Day 132 – My desteni character – The shocking truth.

I forgive myself that I have accepted and allowed myself to react with hope, excitement and amazement when I first met desteni materials, within this I forgive me for not realizing, desteni is not the answer, whereas me living desteni’s message as me, as life, is the answer.

I forgive myself that I have accepted and allowed myself to see desteni as a life-saving group, who has all the answers to all the questions within our world, but within that I forgive me for not realizing, none of the answers will mean anything, if I don’t live them in fact, because I see/realize/understand, desteni’s message is a living message, not a static/book knowledge to meditate upon.

I forgive myself that I have accepted and allowed myself to compare desteni’s message with other well known gurus and spiritual masters within the hope and dream of amalgamating the two worlds, so that I can be both a spiritual seeker and a destonian at the same time.

I forgive myself that I have accepted and allowed myself to experience great pain, resistance, fear when I first realized that my past wealth of spiritual knowledge and information had come to mean nothing as it could not stand in the reality of what is here, and what we have accepted and allowed within this world.

I forgive myself that I have accepted and allowed myself to experience hopeless and disappointment when I first realized the degree of brainwashing that I have been through and all the nonsense that is going on in this world in the name of God, religion, spirituality and money, which I was blissfully ignorant of.

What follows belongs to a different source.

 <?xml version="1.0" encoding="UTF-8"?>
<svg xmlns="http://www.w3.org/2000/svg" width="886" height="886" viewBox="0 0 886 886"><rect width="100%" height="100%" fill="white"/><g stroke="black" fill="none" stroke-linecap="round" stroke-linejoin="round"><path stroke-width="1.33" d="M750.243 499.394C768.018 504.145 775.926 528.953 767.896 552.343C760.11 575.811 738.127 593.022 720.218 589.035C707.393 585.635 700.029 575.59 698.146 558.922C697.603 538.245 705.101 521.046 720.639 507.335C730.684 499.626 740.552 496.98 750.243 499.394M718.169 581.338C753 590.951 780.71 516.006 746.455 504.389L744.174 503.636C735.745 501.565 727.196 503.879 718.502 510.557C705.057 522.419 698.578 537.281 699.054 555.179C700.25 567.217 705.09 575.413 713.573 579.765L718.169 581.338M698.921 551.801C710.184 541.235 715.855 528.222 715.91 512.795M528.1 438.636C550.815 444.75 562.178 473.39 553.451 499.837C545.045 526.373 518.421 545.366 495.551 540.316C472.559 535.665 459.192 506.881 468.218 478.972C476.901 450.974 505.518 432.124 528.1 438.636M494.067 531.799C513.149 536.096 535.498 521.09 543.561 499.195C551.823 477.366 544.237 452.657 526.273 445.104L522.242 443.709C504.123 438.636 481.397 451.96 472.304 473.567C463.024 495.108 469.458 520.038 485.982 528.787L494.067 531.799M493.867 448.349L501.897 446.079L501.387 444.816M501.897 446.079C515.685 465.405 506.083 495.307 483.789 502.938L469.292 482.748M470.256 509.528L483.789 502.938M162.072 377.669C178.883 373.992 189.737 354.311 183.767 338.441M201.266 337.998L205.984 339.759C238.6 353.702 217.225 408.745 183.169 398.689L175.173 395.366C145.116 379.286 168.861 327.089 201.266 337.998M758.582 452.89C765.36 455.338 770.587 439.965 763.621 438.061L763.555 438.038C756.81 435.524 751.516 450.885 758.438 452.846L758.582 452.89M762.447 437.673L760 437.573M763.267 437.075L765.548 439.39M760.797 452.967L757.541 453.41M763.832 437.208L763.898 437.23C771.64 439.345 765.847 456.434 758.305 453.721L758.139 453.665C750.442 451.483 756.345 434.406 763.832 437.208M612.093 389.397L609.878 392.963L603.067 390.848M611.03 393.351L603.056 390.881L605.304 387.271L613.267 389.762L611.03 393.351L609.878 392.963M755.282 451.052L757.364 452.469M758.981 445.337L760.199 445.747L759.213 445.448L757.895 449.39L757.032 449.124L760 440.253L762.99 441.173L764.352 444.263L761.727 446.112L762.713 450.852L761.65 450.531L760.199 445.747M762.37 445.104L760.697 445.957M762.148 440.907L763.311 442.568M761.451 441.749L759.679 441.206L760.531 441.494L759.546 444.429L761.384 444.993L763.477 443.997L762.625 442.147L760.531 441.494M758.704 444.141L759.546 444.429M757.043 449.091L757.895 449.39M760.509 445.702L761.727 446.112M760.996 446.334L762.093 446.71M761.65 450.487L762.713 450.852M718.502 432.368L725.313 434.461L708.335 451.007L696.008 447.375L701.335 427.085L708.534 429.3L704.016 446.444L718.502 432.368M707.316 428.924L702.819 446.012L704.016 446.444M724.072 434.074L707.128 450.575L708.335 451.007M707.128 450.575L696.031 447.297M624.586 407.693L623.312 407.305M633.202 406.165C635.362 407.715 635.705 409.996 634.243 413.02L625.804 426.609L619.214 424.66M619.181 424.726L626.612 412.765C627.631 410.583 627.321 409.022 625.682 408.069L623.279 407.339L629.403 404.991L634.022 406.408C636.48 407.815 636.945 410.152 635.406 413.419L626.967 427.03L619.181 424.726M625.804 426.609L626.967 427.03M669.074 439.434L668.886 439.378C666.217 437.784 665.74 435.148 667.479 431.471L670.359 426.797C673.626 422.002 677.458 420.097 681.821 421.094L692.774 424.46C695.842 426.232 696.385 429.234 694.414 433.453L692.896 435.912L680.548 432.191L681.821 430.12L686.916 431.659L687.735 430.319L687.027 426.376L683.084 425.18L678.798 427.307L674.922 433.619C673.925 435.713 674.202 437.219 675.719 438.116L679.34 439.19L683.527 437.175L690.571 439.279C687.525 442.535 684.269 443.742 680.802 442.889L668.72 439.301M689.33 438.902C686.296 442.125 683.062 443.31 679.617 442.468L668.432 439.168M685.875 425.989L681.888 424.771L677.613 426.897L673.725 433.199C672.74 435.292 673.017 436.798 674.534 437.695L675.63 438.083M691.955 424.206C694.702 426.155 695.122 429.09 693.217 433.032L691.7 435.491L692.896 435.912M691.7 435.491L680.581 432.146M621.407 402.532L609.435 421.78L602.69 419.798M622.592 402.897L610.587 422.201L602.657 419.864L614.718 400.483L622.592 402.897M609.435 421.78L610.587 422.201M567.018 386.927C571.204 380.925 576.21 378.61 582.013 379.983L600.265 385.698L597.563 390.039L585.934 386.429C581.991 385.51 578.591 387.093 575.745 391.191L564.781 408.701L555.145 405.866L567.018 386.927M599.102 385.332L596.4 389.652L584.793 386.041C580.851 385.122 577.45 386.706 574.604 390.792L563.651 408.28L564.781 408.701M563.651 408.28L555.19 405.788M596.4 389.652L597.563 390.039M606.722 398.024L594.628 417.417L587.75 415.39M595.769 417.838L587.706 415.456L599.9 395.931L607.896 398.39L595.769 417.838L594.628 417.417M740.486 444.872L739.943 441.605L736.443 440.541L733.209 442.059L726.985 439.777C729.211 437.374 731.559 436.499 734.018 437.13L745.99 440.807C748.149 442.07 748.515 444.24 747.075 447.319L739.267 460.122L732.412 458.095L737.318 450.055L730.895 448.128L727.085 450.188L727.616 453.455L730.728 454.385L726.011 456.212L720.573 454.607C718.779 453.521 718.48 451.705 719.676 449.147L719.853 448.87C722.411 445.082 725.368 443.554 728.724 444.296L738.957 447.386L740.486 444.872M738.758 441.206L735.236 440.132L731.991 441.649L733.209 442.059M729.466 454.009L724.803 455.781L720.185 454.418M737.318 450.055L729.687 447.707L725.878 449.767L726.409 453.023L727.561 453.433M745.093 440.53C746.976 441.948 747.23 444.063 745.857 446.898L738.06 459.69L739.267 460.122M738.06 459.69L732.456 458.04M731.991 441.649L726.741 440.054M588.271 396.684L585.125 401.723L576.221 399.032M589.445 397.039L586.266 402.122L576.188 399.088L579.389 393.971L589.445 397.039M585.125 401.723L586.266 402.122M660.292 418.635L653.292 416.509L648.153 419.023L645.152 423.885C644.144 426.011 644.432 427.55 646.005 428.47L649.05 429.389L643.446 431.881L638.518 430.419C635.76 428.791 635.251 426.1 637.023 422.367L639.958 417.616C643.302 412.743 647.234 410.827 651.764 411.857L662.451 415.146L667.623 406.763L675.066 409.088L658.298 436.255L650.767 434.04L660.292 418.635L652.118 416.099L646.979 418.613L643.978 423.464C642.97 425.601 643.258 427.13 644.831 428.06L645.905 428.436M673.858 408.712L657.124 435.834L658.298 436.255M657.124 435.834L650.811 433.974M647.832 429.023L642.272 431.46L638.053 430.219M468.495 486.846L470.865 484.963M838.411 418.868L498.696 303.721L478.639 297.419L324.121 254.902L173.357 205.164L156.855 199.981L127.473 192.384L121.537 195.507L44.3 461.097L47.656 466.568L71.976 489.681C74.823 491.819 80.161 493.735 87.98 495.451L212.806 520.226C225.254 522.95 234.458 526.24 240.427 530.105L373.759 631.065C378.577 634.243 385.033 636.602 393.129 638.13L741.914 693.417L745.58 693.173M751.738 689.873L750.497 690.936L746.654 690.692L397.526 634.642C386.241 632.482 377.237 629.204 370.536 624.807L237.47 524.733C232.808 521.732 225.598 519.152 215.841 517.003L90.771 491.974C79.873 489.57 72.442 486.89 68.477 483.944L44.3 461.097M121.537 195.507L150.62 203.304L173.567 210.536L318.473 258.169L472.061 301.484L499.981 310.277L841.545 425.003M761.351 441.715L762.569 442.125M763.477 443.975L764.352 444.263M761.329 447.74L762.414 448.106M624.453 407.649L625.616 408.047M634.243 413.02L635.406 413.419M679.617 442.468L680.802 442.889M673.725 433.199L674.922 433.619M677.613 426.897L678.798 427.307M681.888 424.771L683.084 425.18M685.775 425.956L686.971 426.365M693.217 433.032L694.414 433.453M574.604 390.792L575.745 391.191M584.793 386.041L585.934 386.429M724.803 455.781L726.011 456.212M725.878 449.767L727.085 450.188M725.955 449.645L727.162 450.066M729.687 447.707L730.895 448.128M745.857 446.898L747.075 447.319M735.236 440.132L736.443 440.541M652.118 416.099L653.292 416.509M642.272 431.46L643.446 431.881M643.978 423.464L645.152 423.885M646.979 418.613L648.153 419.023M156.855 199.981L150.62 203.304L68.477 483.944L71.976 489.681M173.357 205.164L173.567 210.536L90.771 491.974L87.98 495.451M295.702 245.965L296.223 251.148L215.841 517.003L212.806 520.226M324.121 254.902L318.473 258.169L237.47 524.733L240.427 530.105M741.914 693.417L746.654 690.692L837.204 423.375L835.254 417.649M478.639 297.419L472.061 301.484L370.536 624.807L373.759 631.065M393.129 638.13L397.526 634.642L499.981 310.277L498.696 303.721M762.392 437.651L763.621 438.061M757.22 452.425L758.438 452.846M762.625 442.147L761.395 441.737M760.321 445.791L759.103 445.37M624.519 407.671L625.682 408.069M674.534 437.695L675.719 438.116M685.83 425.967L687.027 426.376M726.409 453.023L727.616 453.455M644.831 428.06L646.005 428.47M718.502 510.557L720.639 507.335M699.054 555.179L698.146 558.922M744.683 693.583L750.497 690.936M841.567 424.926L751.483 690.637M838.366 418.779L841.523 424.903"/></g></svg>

I forgive myself that I have accepted and allowed myself to experience sorrow when I first realized how meaningless and ignorant I have been before desteni, because I was totally unaware of the bullshit that I have been through and the world is constantly going through meanwhile believing that all is well and only getting better.

I forgive myself that I have accepted and allowed myself to feel disappointed at myself when I first realized that all the spiritual books, holy books, churches, temples, ashrams, retreats, workshops, satsangs, chants, I have been in the past, are of total waste of time and personal effort, not to mention thousands of dollars that went into it.

I forgive myself that I have accepted and allowed myself to feel ashamed of myself for spending thousands of dollars in seeking spiritual enlightenment and wisdom, within this I forgive me for not investigating any spiritual group before investing myself or money within it.

I forgive myself that I have accepted and allowed myself to feel betrayed by my former gurus and masters when I first realized the truth about spirituality and spiritual masters upon meeting desteni.

I forgive myself that I have accepted and allowed myself to experience a feeling of disappointment, when I realized upon meeting desteni, that even popular leaders like Obama whom I worshipped at that time cannot heal this world.

I forgive myself that I have accepted and allowed myself to experience a feeling of disappointment in realizing, that in fact no living political leader has any solution to our problems, in fact their only goal is serving their funding masters.

I forgive myself that I have accepted and allowed myself to upon meeting desteni, to experience a great disappointment because I realized that everything I knew, I trusted, I valued, I hoped, must be questioned, within this I forgive me for not realizing, for too long I have been wanting for others to be the solution, and with meeting desteni to my shock I realized, I am the answer/solution.

I forgive myself that I have accepted and allowed myself to upon becoming a destonian, not realize, my primary objective has been to impress other destonians, within this I forgive me for not realizing that this is a self-responsible journey, there is no one to impress.

I forgive myself that I have accepted and allowed myself to upon becoming a destonian, not realize, to change this world I must change myself and walk as a group with other destonians effectively to bring about a world that is best for all.

I forgive myself that I have accepted and allowed myself to upon becoming a destonian, not realize, I cannot convince others about the desteni message, yes I can make the materials available but cannot convince anyone.

I forgive myself that I have accepted and allowed myself to feel special because I am now on a mission to save this world, within this I forgive me for not realizing, been HERE as breath is the first step without getting too excited about anything.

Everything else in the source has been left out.